When Your Husband is a Thief

Guest blogger mom-on-the-edge: So, I had this sinking feeling in my stomach and it wasn't the flu. Call it women's intuition, call it ESP, call it what you will. I knew something was up.
During our last argument my husband said, "You're not my family, I have a son!" That hurt. He also said, "I'm gonna f you up." "Do I need to get a restraining order?" I asked. "No, in court. I have a plan. You'll see..." I told him again that I wanted a divorce, but he came home that night anyway and acted as if nothing happened.
I didn't know what his plan was, but I knew I had to look into our joint checking account.
There in the overflowing basket o' mail were my bank statements. Three of 'em. Chasing around a 14-month-old didn't leave much time to sift through it often but I always made sure to pay the pending bills and promised I'd get to the rest later. Later had to be now.
I opened up August's statement and scanned down the ATM withdrawals. $80, $100, $80, $200... He had been taking out money nearly every day. And, large sums too. Then I noticed something else. Online transfers into an account I didn't recognize. $200, $150, $1,000. I felt like I was going to throw up.
"Hi." I said to the customer service lady at the bank while my son flashed a big smile the way only a baby can flirt. "Can you tell me what this is? Is this my husband's account?" I was afraid she was gonna say that she can't share that information. "Yes, your husband has been transferring money from your joint account into his own savings account. He didn't tell you he moved the money?" "No." My voice cracked, I could feel the tears coming. She gave me a look like "tsk. tsk. You married an asshole..."

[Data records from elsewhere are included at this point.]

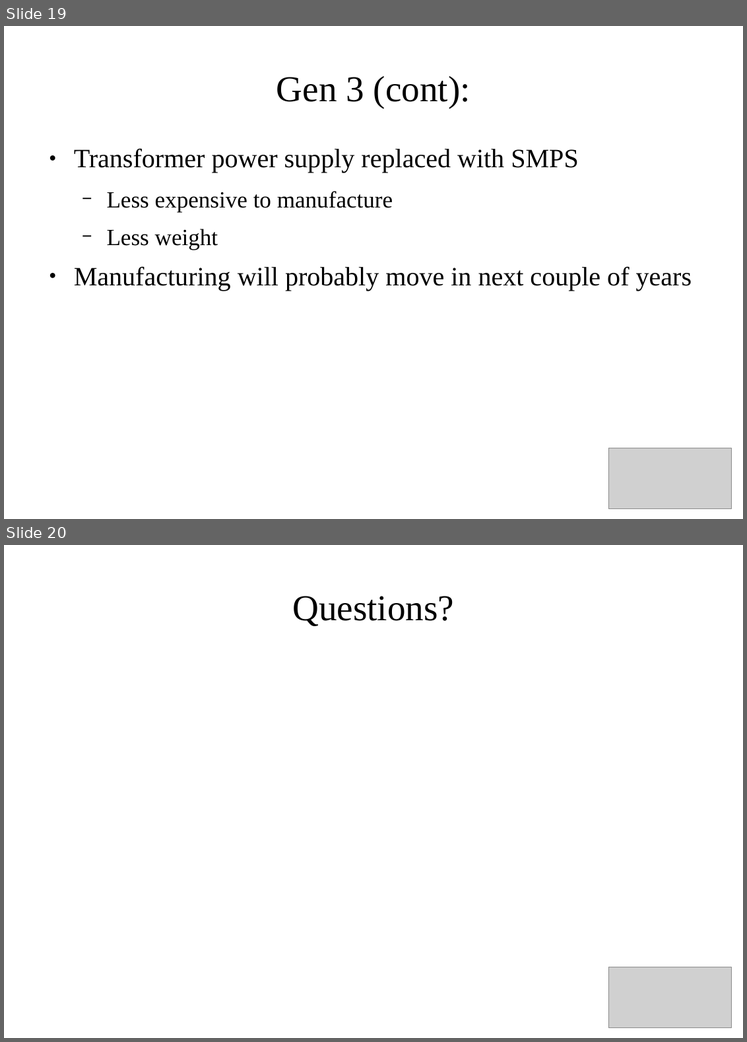
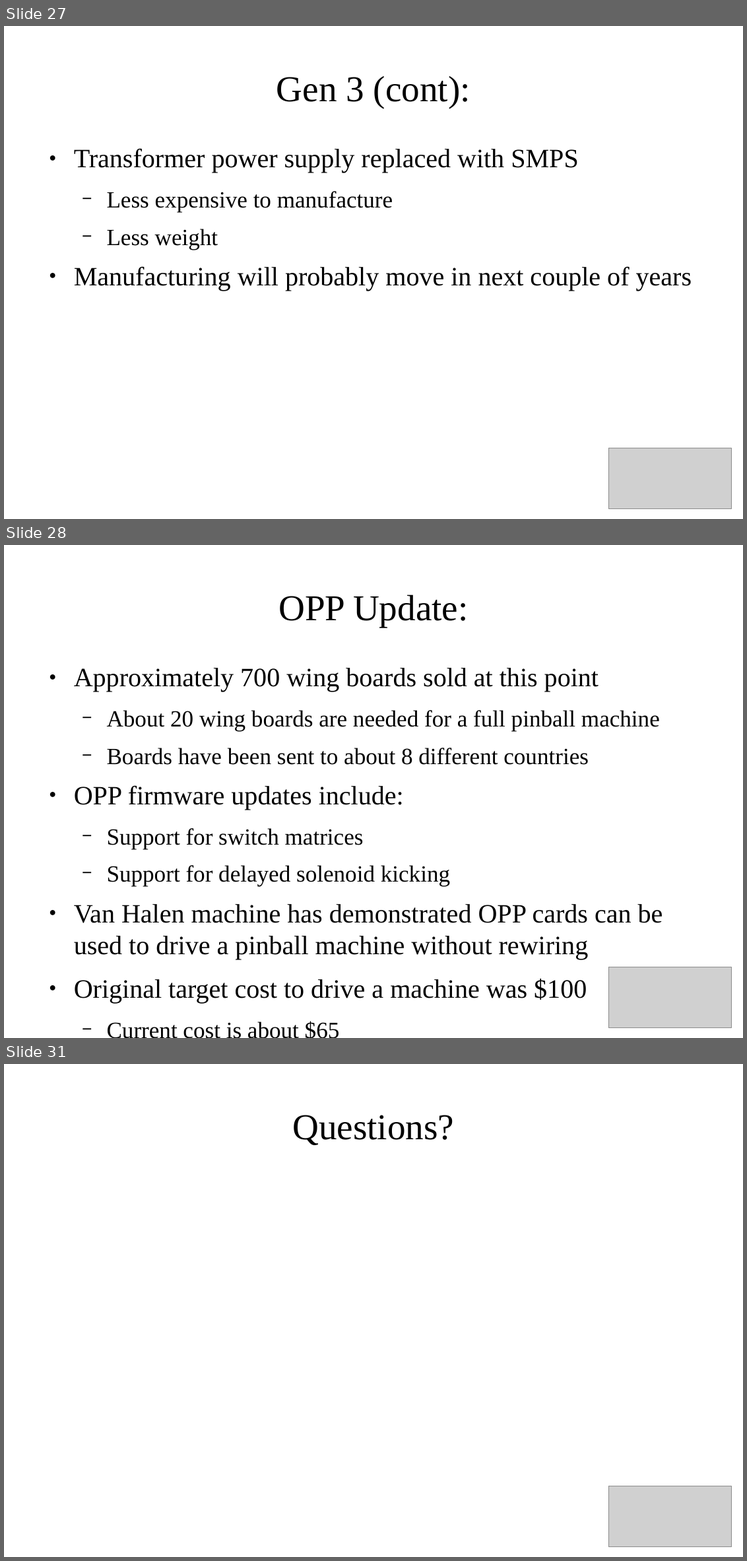
Before and after one commit to krayon/pinball-OPP, a slide deck: Docs/MusingsPresentation.odp. Shown one above the other, each under a label of ours: slides 19 and 20 before the commit, slides 27, 28 and 31 after it; the slides between them are not shown. The pictures are 747x1042 and 747x1561 pixels, drawn with LibreOffice and Linux fonts; fonts in the diff are those of the drawing; grey boxes stand for pictures. Boxes give left, top, right and bottom in pixels: in the first picture for what was removed or moved away, otherwise in the second. Text is boxed around its words. In the diff, an @@ line names an element or a change of style, - is before the commit and + after.

Commit message:
Updated slides for Pintastic 2017 talk.  Added pictures.  Grab the slides, now if interested Todd!

```diff
--- a/Docs/MusingsPresentation.odp
+++ b/Docs/MusingsPresentation.odp
@@ slide 28 added at <box>4,545,743,1038</box>, background #FFFFFF @@
@@ title added at <box>279,595,468,627</box>, 37.7 pt, text #000000 @@
+OPP Update:
@@ text added at <box>74,668,663,1002</box>, 27.4 pt, text #000000 @@
+● Approximately 700 wing boards sold at this point
+  − About 20 wing boards are needed for a full pinball machine
+  − Boards have been sent to about 8 different countries
+● OPP firmware updates include:
+  − Support for switch matrices
+  − Support for delayed solenoid kicking
+● Van Halen machine has demonstrated OPP cards can be used to drive a pinball machine without rewiring
+● Original target cost to drive a machine was $100
+  − Current cost is about $65
@@ picture added at <box>609,967,731,1028</box> @@
@@ what was slide 19 is now slide 27 @@
@@ what was slide 20 is now slide 31 @@
```
Also in this commit, not shown: 10 other slides added, 1 other file.
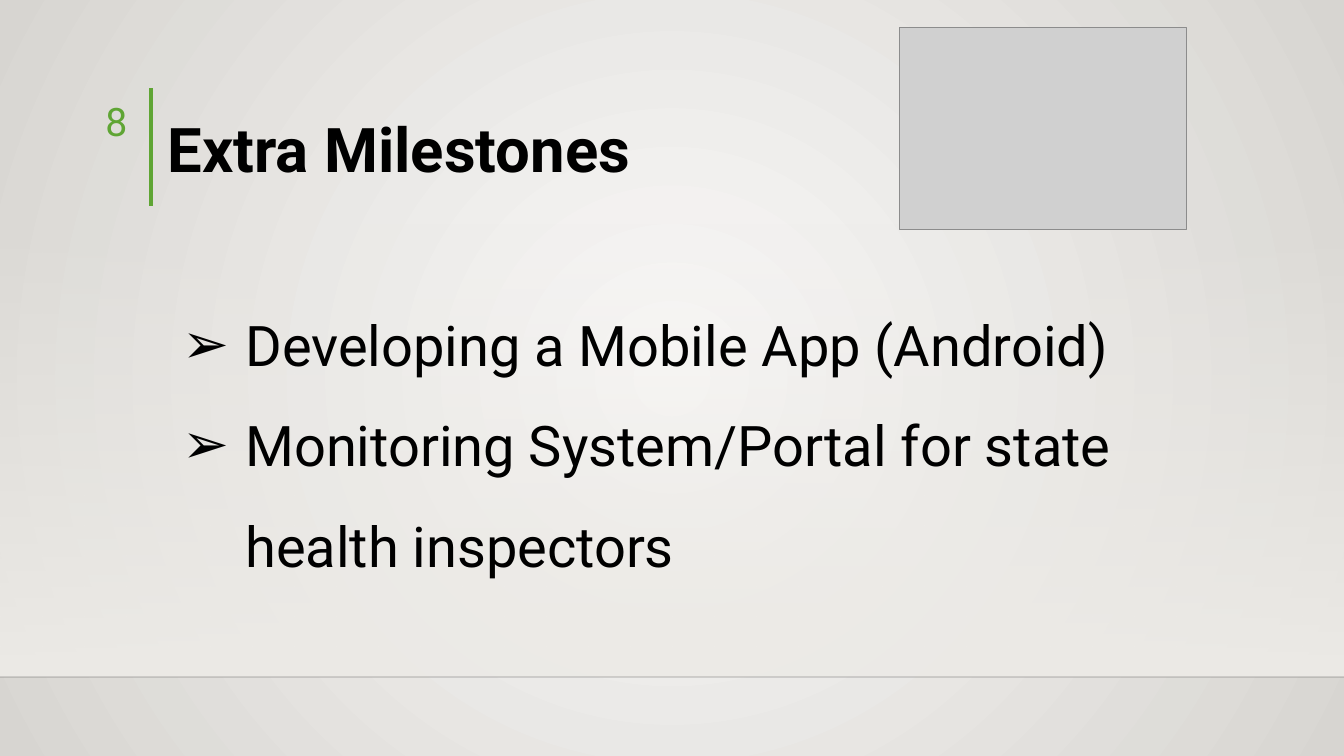
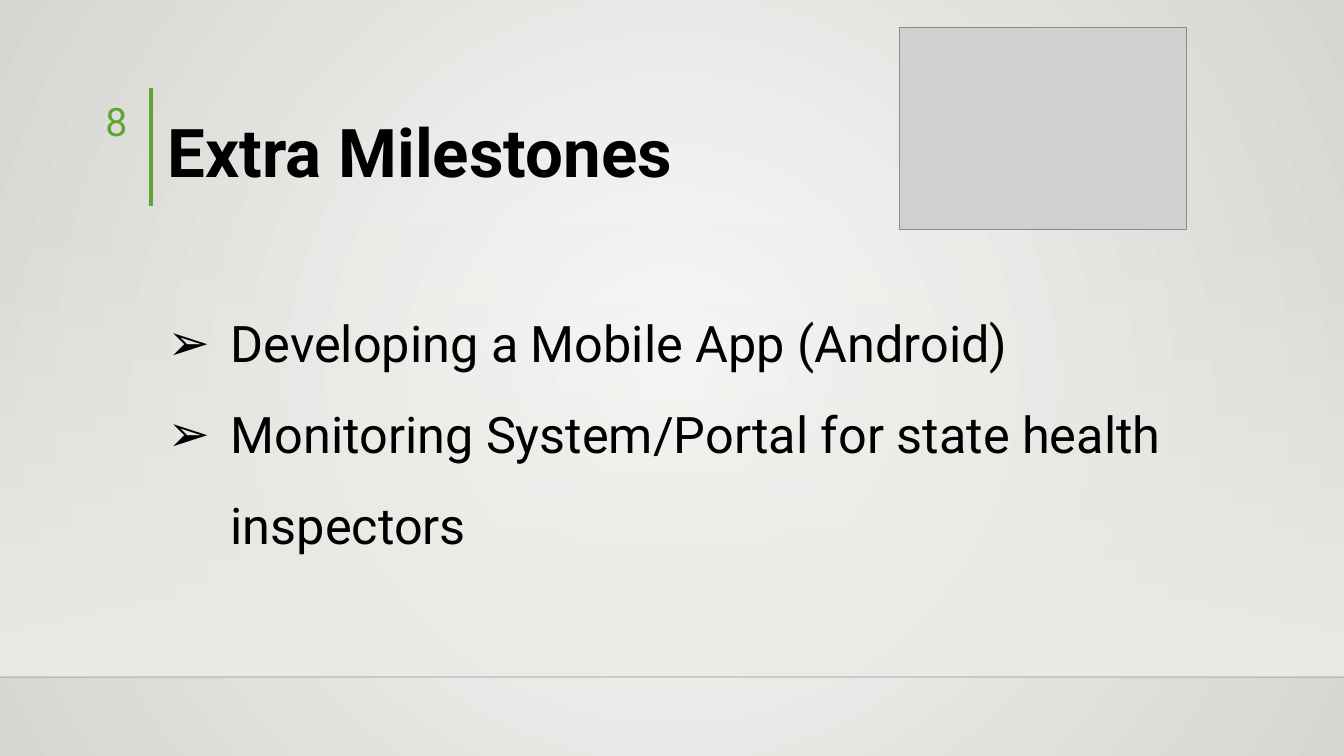
Before and after one commit to hisni/CO227-Project, a slide deck: slide 8 of Presantation/Presentation - Final.pptx. Drawn at 1344x756 pixels with LibreOffice and Linux fonts; fonts in the diff are those of the drawing; grey boxes stand for pictures; background and template pictures are left out. Boxes give left, top, right and bottom in pixels: in the first picture for what was removed or moved away, otherwise in the second. Text is boxed around its words. In the diff, an @@ line names an element or a change of style, - is before the commit and + after.

```diff
--- a/Presantation/Presentation - Final.pptx
+++ b/Presantation/Presentation - Final.pptx
@@ text "Extra Milestones" at <box>168,126,672,178</box>: size 44 to 48 pt @@
@@ text "Developing a Mobile App (Android)": place and size @@
-text "Developing a Mobile App (Android)" at <box>245,321,1111,579</box>
+text "Developing a Mobile App (Android)" at <box>231,322,1160,555</box>
@@ text "Developing a Mobile App (Android)" at <box>231,322,1160,555</box>: size 40 to 36 pt @@
```
Also in this commit, not shown: 7 other slides changed.
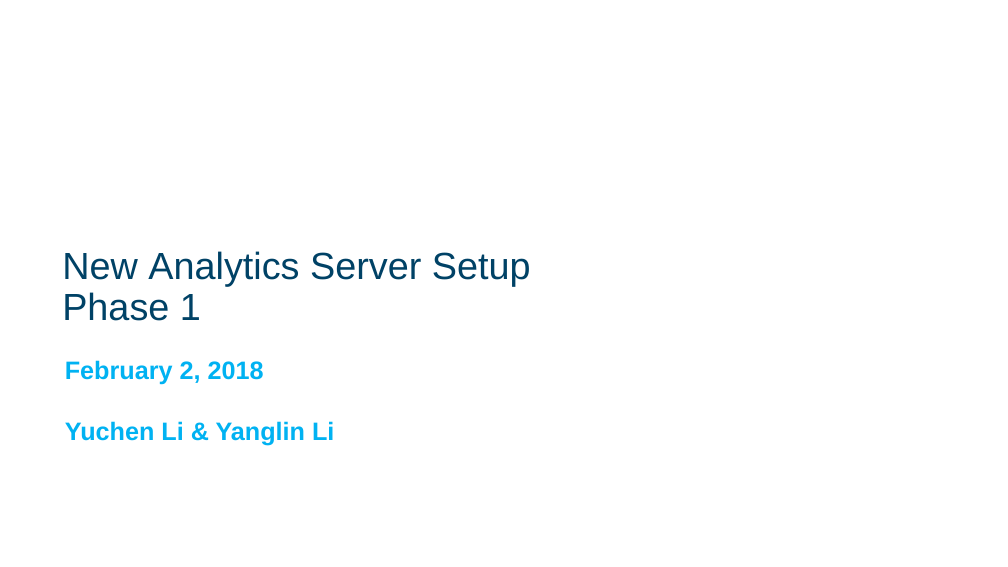
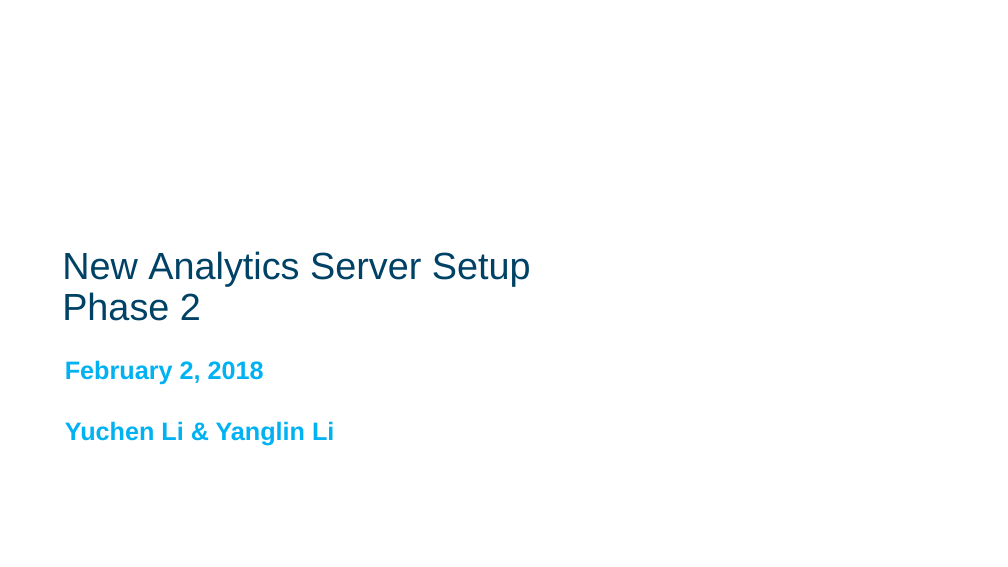
Before and after one commit to ralf0615/Analytics_project_backlog, a slide deck: slide 1 of Analytics_server_setup_v3.pptx. Drawn at 1008x567 pixels with LibreOffice and Linux fonts; fonts in the diff are those of the drawing; background and template pictures are left out. Boxes give left, top, right and bottom in pixels: in the first picture for what was removed or moved away, otherwise in the second. Text is boxed around its words. In the diff, an @@ line names an element or a change of style, - is before the commit and + after.

```diff
--- a/Analytics_server_setup_v3.pptx
+++ b/Analytics_server_setup_v3.pptx
@@ text at [62,292,201,321]: text changed @@
-Phase 1
+Phase 2
```
Also in this commit, not shown: 10 other slides changed, 5 other files.
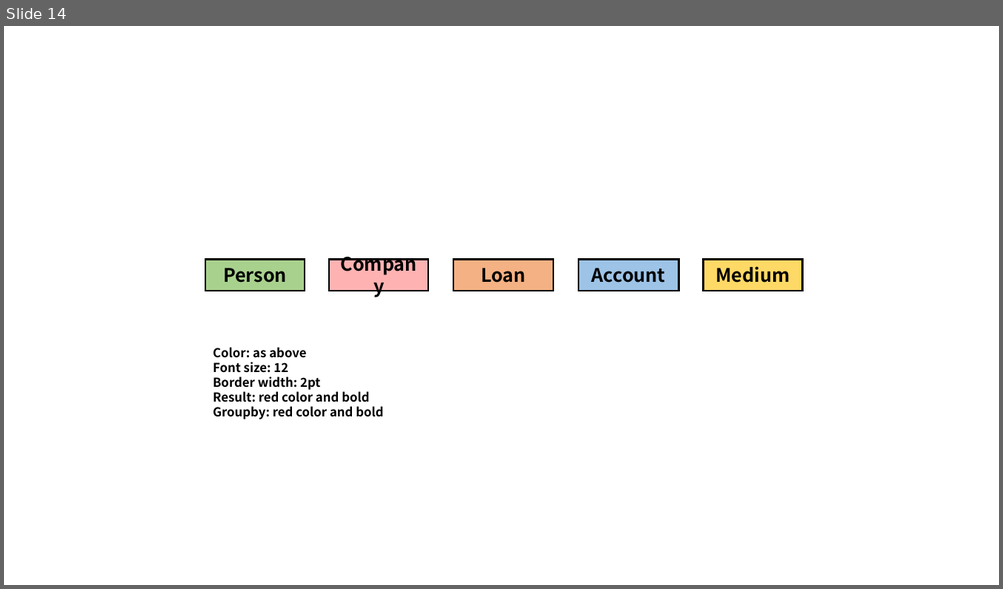
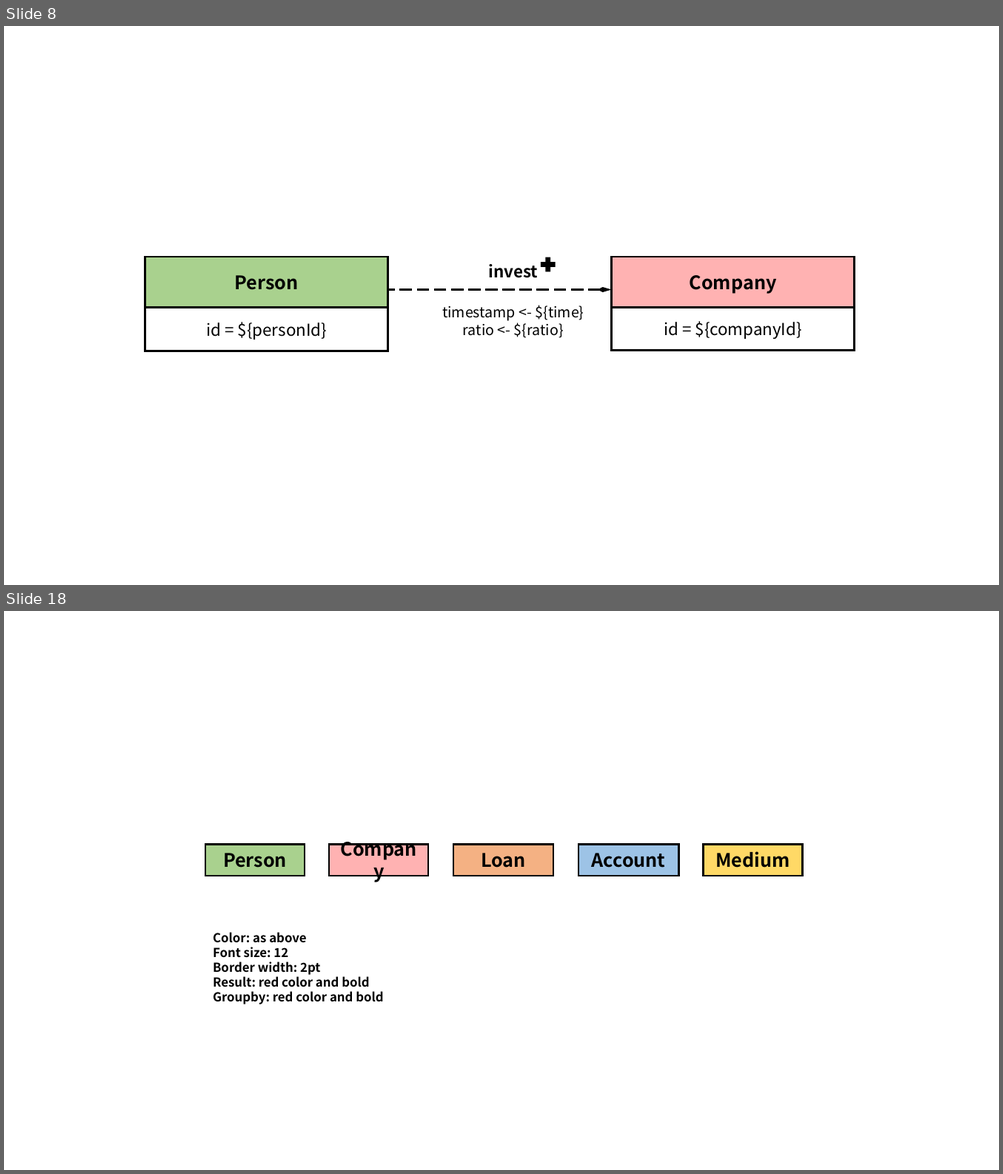
Before and after one commit to ldbc/ldbc_finbench_docs, a slide deck: patterns/transaction-write.pptx. Shown one above the other, each under a label of ours: slide 14 before the commit, slides 8 and 18 after it; the slides between them are not shown. The pictures are 1003x589 and 1003x1174 pixels, drawn with LibreOffice and Linux fonts; fonts in the diff are those of the drawing. Boxes give left, top, right and bottom in pixels: in the first picture for what was removed or moved away, otherwise in the second. Text is boxed around its words. In the diff, an @@ line names an element or a change of style, - is before the commit and + after.

```diff
--- a/patterns/transaction-write.pptx
+++ b/patterns/transaction-write.pptx
@@ slide 8 added at (x1=4, y1=26, x2=999, y2=585), background #FFFFFF @@
@@ rectangle added at (x1=145, y1=258, x2=388, y2=308), fill #A9D18E, outline #000000 2 pt, 18 pt, text #000000, bold @@
+Person
@@ text added at (x1=488, y1=264, x2=538, y2=278), 16 pt, text #000000, bold @@
+invest
@@ plus added at (x1=540, y1=258, x2=555, y2=272), fill #000000 @@
@@ rectangle added at (x1=612, y1=258, x2=854, y2=308), fill #FF0000 at 30% opacity, outline #000000 2 pt, 18 pt, text #000000, bold @@
+Company
@@ arrow added from (388, 290) to (612, 290), #000000 1.5 pt dashed @@
@@ rectangle added at (x1=145, y1=308, x2=388, y2=352), outline #000000 2 pt, 16 pt, text #000000 @@
+id = ${personId}
@@ text added at (x1=442, y1=305, x2=584, y2=338), 14 pt, text #000000 @@
+timestamp <- ${time}
+ratio <- ${ratio}
@@ rectangle added at (x1=612, y1=308, x2=854, y2=352), outline #000000 2 pt, 16 pt, text #000000 @@
+id = ${companyId}
@@ what was slide 14 is now slide 18 @@
```
Also in this commit, not shown: 12 slides changed, 4 other slides added, 1 slide removed, 17 other files.

After I added everything up he had taken out nearly $3,000. I had taken out $520. We barely had enough left to pay our rent, the phone, our credit card... And, now I knew why.
While my husband sleeps soundly in bed, I'm wide awake, unsure if I should confront him or consult an attorney first. I don't know what to do. But -- you can bet your bottom dollar -- something's gonna happen.
See Also:
- On the Verge of Divorce: Fighting Words
- Our Marital Shrink is Insane
- Destined for Divorce?
- Is There Any Hope for this Marriage?
- What's Your Deal Breaker?
- When Baby Fights Escalate
- Like a Punch in the Face
- The Dark First Days of Separation
- Living without My Husband
- Separation, Sickness, and Survival
- I Married a Bad Boy
- The Week from Hell
Divorce him. I ignored it thinking he’d change and he ended up taking almost 250K from me… leaving me and the kids struggling month to month and him living a new life with no cares, no worries and no mortgage to worry about… if he is doing this - ask yourself - if you cared about someone - would you do it to them?
He basically told you where you rate with him - take the hint and get the hell out of there while you can still afford to.
Consult an atty and get him off of your checking account or do something that can prevent him from continuing to take $ from your joint account.
In the scheme of things you have ONE life - make the best of it that you can by cutting your losses with this D/H. Clearly you’re not #1 on his list.
I’ve been reading your blogs from the beginning and really feel for you. Any you know what, this guy had sooo many chances to prove himself worthy of the love you’ve shown him. So far, he’s done nothing and has been a TOTAL jerk to you. Please, leave this man, consult an atty, and protect yourself ASAP.
Why can’t you transfer the money back to the other account? Better yet, withdraw everything but leave $520 in his own account, tell him to live off that.
Get an attorney & don’t look back. I’m gonna f you up? Not something a person that even remotely likes you would say.
So, I’m sorta worried about our mom blogger. I read this, then nothing the week of 10/20. Was she okay? Did I miss a week?
Get an attorney immediately. He can get most of it back for you.
In corresponding information, Mr. Tiger Woods modified his identify to Cheetah.







He is poison. Get away from him ASAP.